2019 ASH – Pharmacokinetic Exposure Equivalence and Preliminary Efficacy and Safety from a Randomized Cross over Phase 3 Study (ASCERTAIN study) of an Oral Hypomethylating Agent ASTX727 (cedazuridine/decitabine) Compared to IV Decitabine

View Presentation
Abstract # 846 – Pharmacokinetic Exposure Equivalence and Preliminary Efficacy and Safety from a Randomized Cross over Phase 3 Study (ASCERTAIN study) of an Oral Hypomethylating Agent ASTX727 (cedazuridine/decitabine) Compared to IV Decitabine

Authors: Guillermo Garcia-Manero, MD1, James McCloskey, MD2, Elizabeth A. Griffiths, MD3, Karen W.L. Yee, MD4, Amer M. Zeidan, MBBS, MHS5, Aref Al-Kali, MD6, Kim-Hien Dao, DO, PhD7, H. Joachim Deeg, MD8, Prapti A. Patel, MD9, Mitchell Sabloff, MSc, MD, FRCPC10, Mary-Margaret Keating, MD11, Nancy Zhu, MD12*, Nashat Y. Gabrail, MD13*, Salman Fazal, MD14, Joseph Maly, MD15, Olatoyosi Odenike, MD16, Aditi Shastri, MD17, Amy E. DeZern, MD18, Casey L. O’Connell, MD19, Gail J. Roboz, MD20, Aram Oganesian, PhD21*, Yong Hao, MD, PhD21*, Harold N. Keer, MD, PhD21, Mohammad Azab, MD21 and Michael R. Savona, MD22

1The University of Texas MD Anderson Cancer Center, Houston, TX; 2John Thuerer Cancer Center, Hackensack Medical Center, NJ; 3Roswell Park Comprehensive Cancer Center, Buffalo, NY; 4Princess Margaret Cancer Centre, Toronto, ON, CAN; 5Yale University and Yale Cancer Center, New Haven, CT; 6Mayo Clinic, Rochester, MN; 7Oregon Health & Science University, Portland, OR; 8Fred Hutchinson Cancer Research Center, Seattle, WA; 9University of Texas Southwestern Medical Center, Dallas, TX; 10Ottawa Hospital Research Institute, University of Ottawa, Ottawa, ON, Canada; 11Hematology/Oncology, Queen Elizabeth II Health Sciences Centre, Halifax, NS, Canada; 12University of Alberta, Edmonton, AB, Canada; 13Gabrail Cancer Center, Canton, OH; 14West Penn Hospital, Allegheny Health Network, Pittsburgh, PA; 15Norton Cancer Institute, Louisville, KY; 16University of Chicago, Chicago, IL; 17Department of Hematology and Oncology, Montefiore Medical Center/Albert Einstein College of Medicine, Bronx, NY; 18Johns Hopkins University Hospital, Baltimore, MD; 19USC Keck School of Medicine, University of Southern California, Los Angeles, CA; 20Weill Cornell Medicine, The New York Presbyterian Hospital, New York, NY; 21Astex Pharmaceuticals, Inc., Pleasanton, CA; 22Vanderbilt-Ingram Cancer Center, Vanderbilt University School of Medicine, Nashville, TN

 Introduction: Hypomethylating agents (HMAs) such as decitabine (DEC) or azacitidine (AZA) are FDA approved therapies for patients with different myeloid malignancies as single agent or in combination with venetoclax.

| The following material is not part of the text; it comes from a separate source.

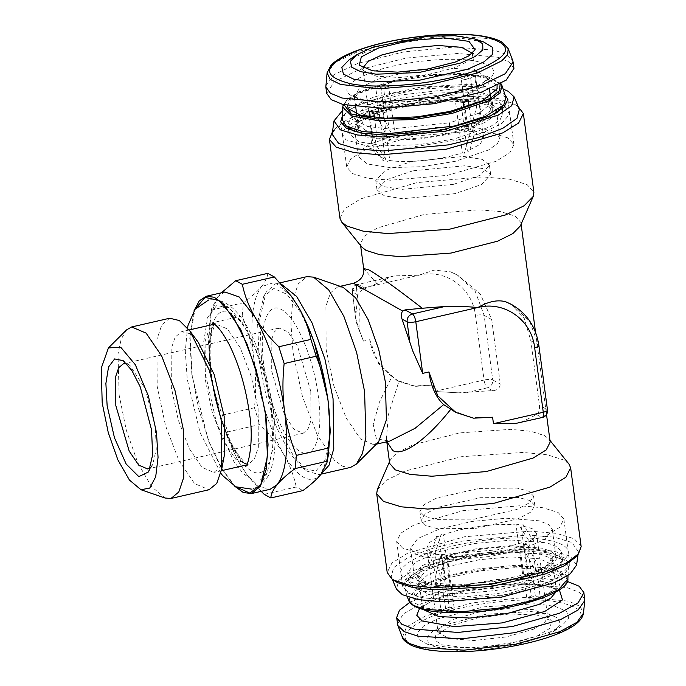 <?xml version="1.0" encoding="UTF-8"?>
<svg xmlns="http://www.w3.org/2000/svg" width="686" height="686" viewBox="0 0 686 686"><rect width="100%" height="100%" fill="white"/><g stroke="black" fill="none" stroke-linecap="round" stroke-linejoin="round"><path stroke-width="0.51" stroke-dasharray="3.43 2.57" d="M451.628 133.856L418.34 139.215L386.655 140.176L363.691 136.523L354.593 129.071L357.166 123.043L366.127 116.697L399.338 105.378L432.626 100.019L464.311 99.058L487.274 102.711L496.372 110.154L493.8 116.191L484.839 122.537L451.628 133.856M402.999 132.844L369.788 144.154L360.827 150.508L358.255 156.537L367.353 163.988L390.325 167.641L422.001 166.681L455.29 161.313L488.501 150.002L497.461 143.648L500.034 137.62L490.936 130.169L467.972 126.516L436.287 127.476L402.999 132.844M460.212 587.079L494.469 583.855L526.514 576.497L548.766 566.756L555.986 556.921L552.213 551.964L542.669 548.243L509.981 545.67L475.715 548.903L443.679 556.252L421.418 566.001L414.207 575.837L417.971 580.793L427.515 584.515L460.212 587.079M506.311 518.213L539.007 520.785L548.551 524.498L552.316 529.455L545.104 539.29L522.843 549.04L490.807 556.397L456.542 559.622L423.854 557.049L414.31 553.336L410.537 548.371L417.757 538.536L440.009 528.795L472.054 521.437L506.311 518.213M378.569 442.007L373.861 444.734L360.536 439.057L346.207 417.997L333.885 385.969L326.159 349.706L325.901 306.333L330.472 292.853L337.666 286.911L343.094 287.314M353.479 283.284L363.091 289.492C360.21 291.096 358.486 292.939 357.912 295.031L355.511 317.669C356.651 322.369 359.301 330.198 363.469 341.148L369.703 339.724C372.189 354.542 379.615 366.796 391.989 376.494L379.427 402.116L373.218 424.574L376.391 438.817L389.674 441.107L386.484 441.407L387.247 441.938L386.398 438.834L388.439 414.43L398.909 381.399L391.989 376.494M452.374 410.554L472.054 417.568L492.599 417.225M386.93 441.741L386.398 438.843L386.784 441.775M369.703 339.724L378.552 363.563L396.654 380.207L414.387 385.944L433.398 384.992L414.91 386.424L398.909 381.399M350.692 467.355L343.017 466.437L334.596 460.495L317.275 435.044L302.389 396.345L293.059 352.527L290.941 323.835L292.742 300.116L298.273 283.833L306.959 276.647M550.181 442.041L548.757 438.911L544.581 435.627L530.938 431.331L510.71 429.342L459.697 432.9L412.981 444.811L397.7 452.417L390.231 460.057L389.682 463.462M361.814 247.089L360.39 243.95L364.3 236.13L377.454 227.958L424.205 214.444L478.682 209.77L500.617 211.64L515.289 216.124L520.897 222.538L520.348 225.934M510.787 304.078L524.121 317.978L530.853 340.813L539.462 405.375C539.685 410.099 538.724 413.178 536.589 414.61L521.729 421.95L518.084 423.048M514.869 423.631L494.1 423.716M433.398 384.992L434.255 391.449L458.282 392.821L492.462 390.591C497.153 390.523 499.768 388.353 500.308 384.057L491.69 319.496L480.277 293.994L458.197 275.438L450.316 271.785L434.127 270.104L418.794 275.232L394.21 275.858L390.574 276.964L376.88 283.55L363.683 268.578M434.255 391.449L484.067 380.027L475.449 315.466C472.448 287.708 445.291 268.423 418.794 275.232L356.591 289.501L359.353 310.183L358.992 329.837L363.469 341.148M358.992 329.837C356.986 324.864 355.828 320.808 355.511 317.669L352.372 291.73L355.134 312.422M363.091 289.492L376.88 283.55M321.417 473.786L319.153 474.583L307.225 471.239L293.136 455.307L279.631 428.801L268.586 395.402L261.52 359.756L259.745 319.427L266.134 292.099L275.42 283.884L281.329 284.158M568.917 463.985L563.858 460.023L547.385 454.827L522.938 452.426L461.292 456.722L404.851 471.111L386.381 480.303L377.36 489.538M339.947 218.225L344.664 208.776L360.562 198.897L417.054 182.57L482.884 176.919L509.389 179.183L527.114 184.603L533.88 192.346M458.282 392.821L434.898 391.483M355.597 312.953C354.508 312.053 355.76 311.127 359.353 310.183M328.62 405.194L329.572 436.991L325.053 460.143L315.749 471.128L303.075 468.281L289.578 453.009L276.63 427.601L266.039 395.59L259.274 361.419L257.567 322.754L263.698 296.566L273.868 288.48L287.04 294.337L301.205 313.236L314.205 342.305M581.145 546.571L574.371 538.819L556.646 533.399L530.141 531.144L464.319 536.795L407.818 553.113L391.929 562.992L387.204 572.45M332.127 132.106L343.909 123.188L363.846 114.588L419.678 101.657L478.099 98.295L501.037 100.773L516.592 105.798L518.848 107.196M575.828 557.058L578.435 551.784L571.884 542.48L554.159 537.138L527.568 535.02L462.03 541.125L431.443 548.568L407.63 557.787L393.618 567.596L391.2 576.763L395.085 581.179M332.144 134.207L334.751 128.934L346.156 120.299L365.449 111.972L419.489 99.453L476.041 96.203L498.242 98.604L513.308 103.466L515.486 104.812L519.379 109.228M576.574 565.11L570.272 556.157L553.225 551.012L527.645 548.98L464.619 554.854L412.286 570.872L398.815 580.313L396.482 589.137M342.537 110.532L374.556 96.752L421.135 87.028L468.641 84.198L503.147 89.103M408.547 593.253L423.819 597.926L446.663 599.873L503.413 595.002L552.127 580.922L565.83 572.407L569.894 564.261L564.055 557.581L548.783 552.907L525.93 550.961L469.181 555.832L420.475 569.903L406.772 578.418L402.708 586.573L408.547 593.253M342.254 116.414L351.609 108.62L368.382 101.022L416.736 89.429L468.109 86.247L488.338 88.357L502.032 92.747L504.965 94.711M402.51 548.054L396.68 541.374L400.744 533.228L414.447 524.713L463.144 510.641L519.894 505.771L542.746 507.717L558.027 512.391L563.866 519.07L559.793 527.217L546.09 535.732L497.393 549.803L440.644 554.674L417.791 552.727L402.51 548.054M508.06 137.937L492.78 133.264L469.936 131.318L413.186 136.188L364.48 150.26L350.778 158.775L346.713 166.921L352.553 173.601L367.833 178.274L390.677 180.221L447.426 175.35L496.132 161.279L509.835 152.764L513.9 144.617L508.06 137.937M224.905 292.004L217.839 296.704L210.319 315.654L208.338 340.402L210.525 370.5C215.867 407.33 225.763 438.646 240.211 464.439L246.711 474.36L259.008 486.64L270.147 489.29M234.2 485.851L220.841 467.475L208.407 440.652L191.866 374.779L189.773 338.164L194.035 310.775M221.372 292.811L217.839 296.704L211.682 308.494L210.148 323.278C208.433 339.501 208.561 355.237 210.525 370.5C212.694 385.978 216.647 400.838 222.401 415.09L227.709 431.897C230.024 443.122 234.192 453.969 240.211 464.439L247.457 475.364L261.212 491.339M235.632 486.666L221.981 468.881L209.179 441.998L198.794 409.336L192.114 374.916L190.091 336.998L194.978 309.412M264.213 494.349L296.266 487L302.886 490.601M227.709 431.897L259.762 424.548C269.589 434.084 277.59 444.056 283.755 454.458C289.535 464.336 293.702 475.184 296.266 487M210.148 323.278L242.201 315.929C248.006 330.42 251.968 345.281 254.069 360.51C256.032 375.937 256.161 391.68 254.446 407.741L222.401 415.09M254.446 407.741L259.762 424.548M271.433 410.648L264.933 377.832L254.755 347.082L242.321 322.677L229.356 308.005L216.682 305.476L207.635 317.429L203.716 341.885L205.568 374.788L216.442 422.49L233.815 461.404L243.376 473.777L252.577 480.063L260.714 479.78L267.18 472.946L273.062 447.787L271.433 410.648M242.201 315.929L243.504 302.723C251.273 296.987 257.233 291.653 261.375 286.722C252.088 299.593 249.653 324.186 254.069 360.51C259.411 397.34 269.306 428.656 283.755 454.458C298.393 478.408 310.724 485.122 320.756 474.601L328.277 455.65M211.451 310.072L243.504 302.723M267.763 273.354C267.471 277.384 265.345 281.835 261.375 286.722L274.64 282.323L290.873 295.615M263.939 365.887C268.629 403.634 286.173 444.76 300.545 451.68C315.174 460.546 323.638 433.595 318.201 395.436C313.511 357.689 295.958 316.563 281.594 309.643C266.965 300.777 258.502 327.728 263.939 365.887M453.557 184.337L401.464 189.405L383.045 186.481L375.748 180.504L385 170.574L411.626 161.502L463.727 156.434L482.147 159.358L489.435 165.335L480.191 175.264L453.557 184.337M412.869 170.823L386.244 179.895L376.991 189.825L384.289 195.802L402.708 198.726L454.801 193.658L481.435 184.585L490.679 174.656L483.39 168.679L464.971 165.755L412.869 170.823M475.621 528.434L518.067 518.796L530.861 512.056L534.823 505.488L530.184 500.6L518.333 497.436L480.346 497.71L437.9 507.348L425.097 514.088L421.135 520.657L425.783 525.545L437.625 528.717L475.621 528.434M479.102 488.389L517.09 488.115L528.94 491.279L533.579 496.167L529.618 502.735L516.824 509.475L474.378 519.113L436.382 519.396L424.54 516.224L419.892 511.336L423.854 504.767L436.656 498.027L479.102 488.389M150.534 467.338L152.746 464.396L156.271 449.321L155.293 427.069L145.295 388.979L130.074 365.569L126.807 363.889M310.801 391.406L297.441 345.881L287.888 331.835L279.005 328.054L274.211 332.015L271.159 341.002L271.339 369.917L284.699 415.442L294.251 429.487L303.135 433.269L307.928 429.307L310.972 420.321L310.801 391.406M126.533 329.923L121.148 339.253L118.001 354.027L119.15 395.196L126.361 430.439L137.757 462.698L151.426 486.563L165.086 498.027M169.691 318.235L161.879 324.692L156.914 339.338L157.197 386.475L165.583 425.877L178.977 460.683L194.541 483.57L209.024 489.735M198.34 342.348L189.568 333.585L181.627 331.698L175.213 336.998L171.14 349.011L171.371 387.693L178.257 420.021L189.242 448.584L202.018 467.363L213.895 472.422L220.223 467.252L224.305 455.547M271.493 408.513C277.547 450.968 268.123 480.963 251.848 471.093C235.864 463.393 216.33 417.637 211.117 375.636C205.063 333.182 214.486 303.186 230.762 313.048C246.746 320.756 266.279 366.513 271.493 408.513M461.498 586.007L437.368 584.866L423.674 581.051L418.22 575.297L421.727 568.548L433.183 561.482L437.711 559.605C458.514 552.153 482.172 547.865 508.686 546.751L532.825 547.882L546.51 551.707L551.973 557.452L548.457 564.209L537.001 571.267L532.473 573.153C511.67 580.605 488.012 584.892 461.498 586.007M514.491 567.742L480.629 570.786L448.352 577.732L424.334 587.147L413.564 597.069L415.296 603.286L424.72 608.07L461.901 611.492L500.446 607.702L535.706 599.084L558.293 587.945L562.168 577.243L546.159 569.826L514.491 567.742M460.649 612.538C420.99 613.824 398.952 603.714 414.678 591.443C428.381 579.224 476.83 567.365 515.735 566.705C555.403 565.41 577.441 575.52 561.714 587.791C548.003 600.01 499.562 611.869 460.649 612.538M408.496 600.173L415.184 588.965L439.915 577.646L476.564 569.037L516.061 565.255L553.945 568.42L564.458 572.939L567.871 578.915M515.22 552.504L545.876 554.074L564.604 560.136L568.471 566.542L558.738 577.741L532.739 588.657L496.312 596.82L457.656 600.396L421.007 597.695L409.799 593.724L404.68 588.391L406.729 581.205L421.701 571.129L448.061 561.988L481.178 555.394L515.22 552.504M512.776 549.083L541.537 550.558L559.099 556.243L562.692 561.277L554.863 571.952L530.715 582.525L495.952 590.509L458.788 594.007L423.313 591.212L412.963 587.182L408.873 581.805L411.017 576L425.054 566.55L449.784 557.975L512.776 549.083M511.576 540.045L547.042 542.832L557.392 546.862L561.482 552.239L553.653 562.914L529.506 573.487L494.743 581.471L457.579 584.969L422.113 582.174L411.754 578.144L407.673 572.767L415.493 562.091L439.64 551.518L474.403 543.544L511.576 540.045M455.23 586.916C412.972 588.296 389.494 577.526 406.249 564.449C420.852 551.433 472.465 538.793 513.925 538.09C556.183 536.709 579.661 547.479 562.906 560.556C548.303 573.573 496.681 586.213 455.23 586.916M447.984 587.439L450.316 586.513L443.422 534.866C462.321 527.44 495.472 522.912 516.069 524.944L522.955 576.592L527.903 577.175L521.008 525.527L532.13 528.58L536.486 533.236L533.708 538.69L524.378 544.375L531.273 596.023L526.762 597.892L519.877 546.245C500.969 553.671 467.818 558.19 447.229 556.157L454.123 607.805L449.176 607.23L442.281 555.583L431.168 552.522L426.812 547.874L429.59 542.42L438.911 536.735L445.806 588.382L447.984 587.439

Both DEC and AZA require IV infusion for 1 hour or subcutaneous (SC) injections daily for 5-7 days of every 28-day treatment cycle. They both have limited oral bioavailability due to rapid degradation by cytidine deaminase (CDA) in the gut and liver. An orally bioavailable HMA option could reduce clinic visit frequency and reduce infusions/injections related adverse events and burden. ASTX727 is an oral tablet comprised of a fixed-dose combination (FDC) of CDA inhibitor cedazuridine (C) at 100 mg with DEC at 35 mg. In a phase 2 study, C-DEC (ASTX727) demonstrated pharmacokinetic (PK) AUC exposure similar to IV-DEC at 20mg/m2 with comparable clinical activity and safety (Garcia-Manero, et al, 15th Int’l MDS Symposium, 2019). We describe here the results of a phase 3 study designed to demonstrate exposure bioequivalence of oral C-DEC and IV-DEC and generate clinical data using C-DEC in a larger population (ASCERTAIN study).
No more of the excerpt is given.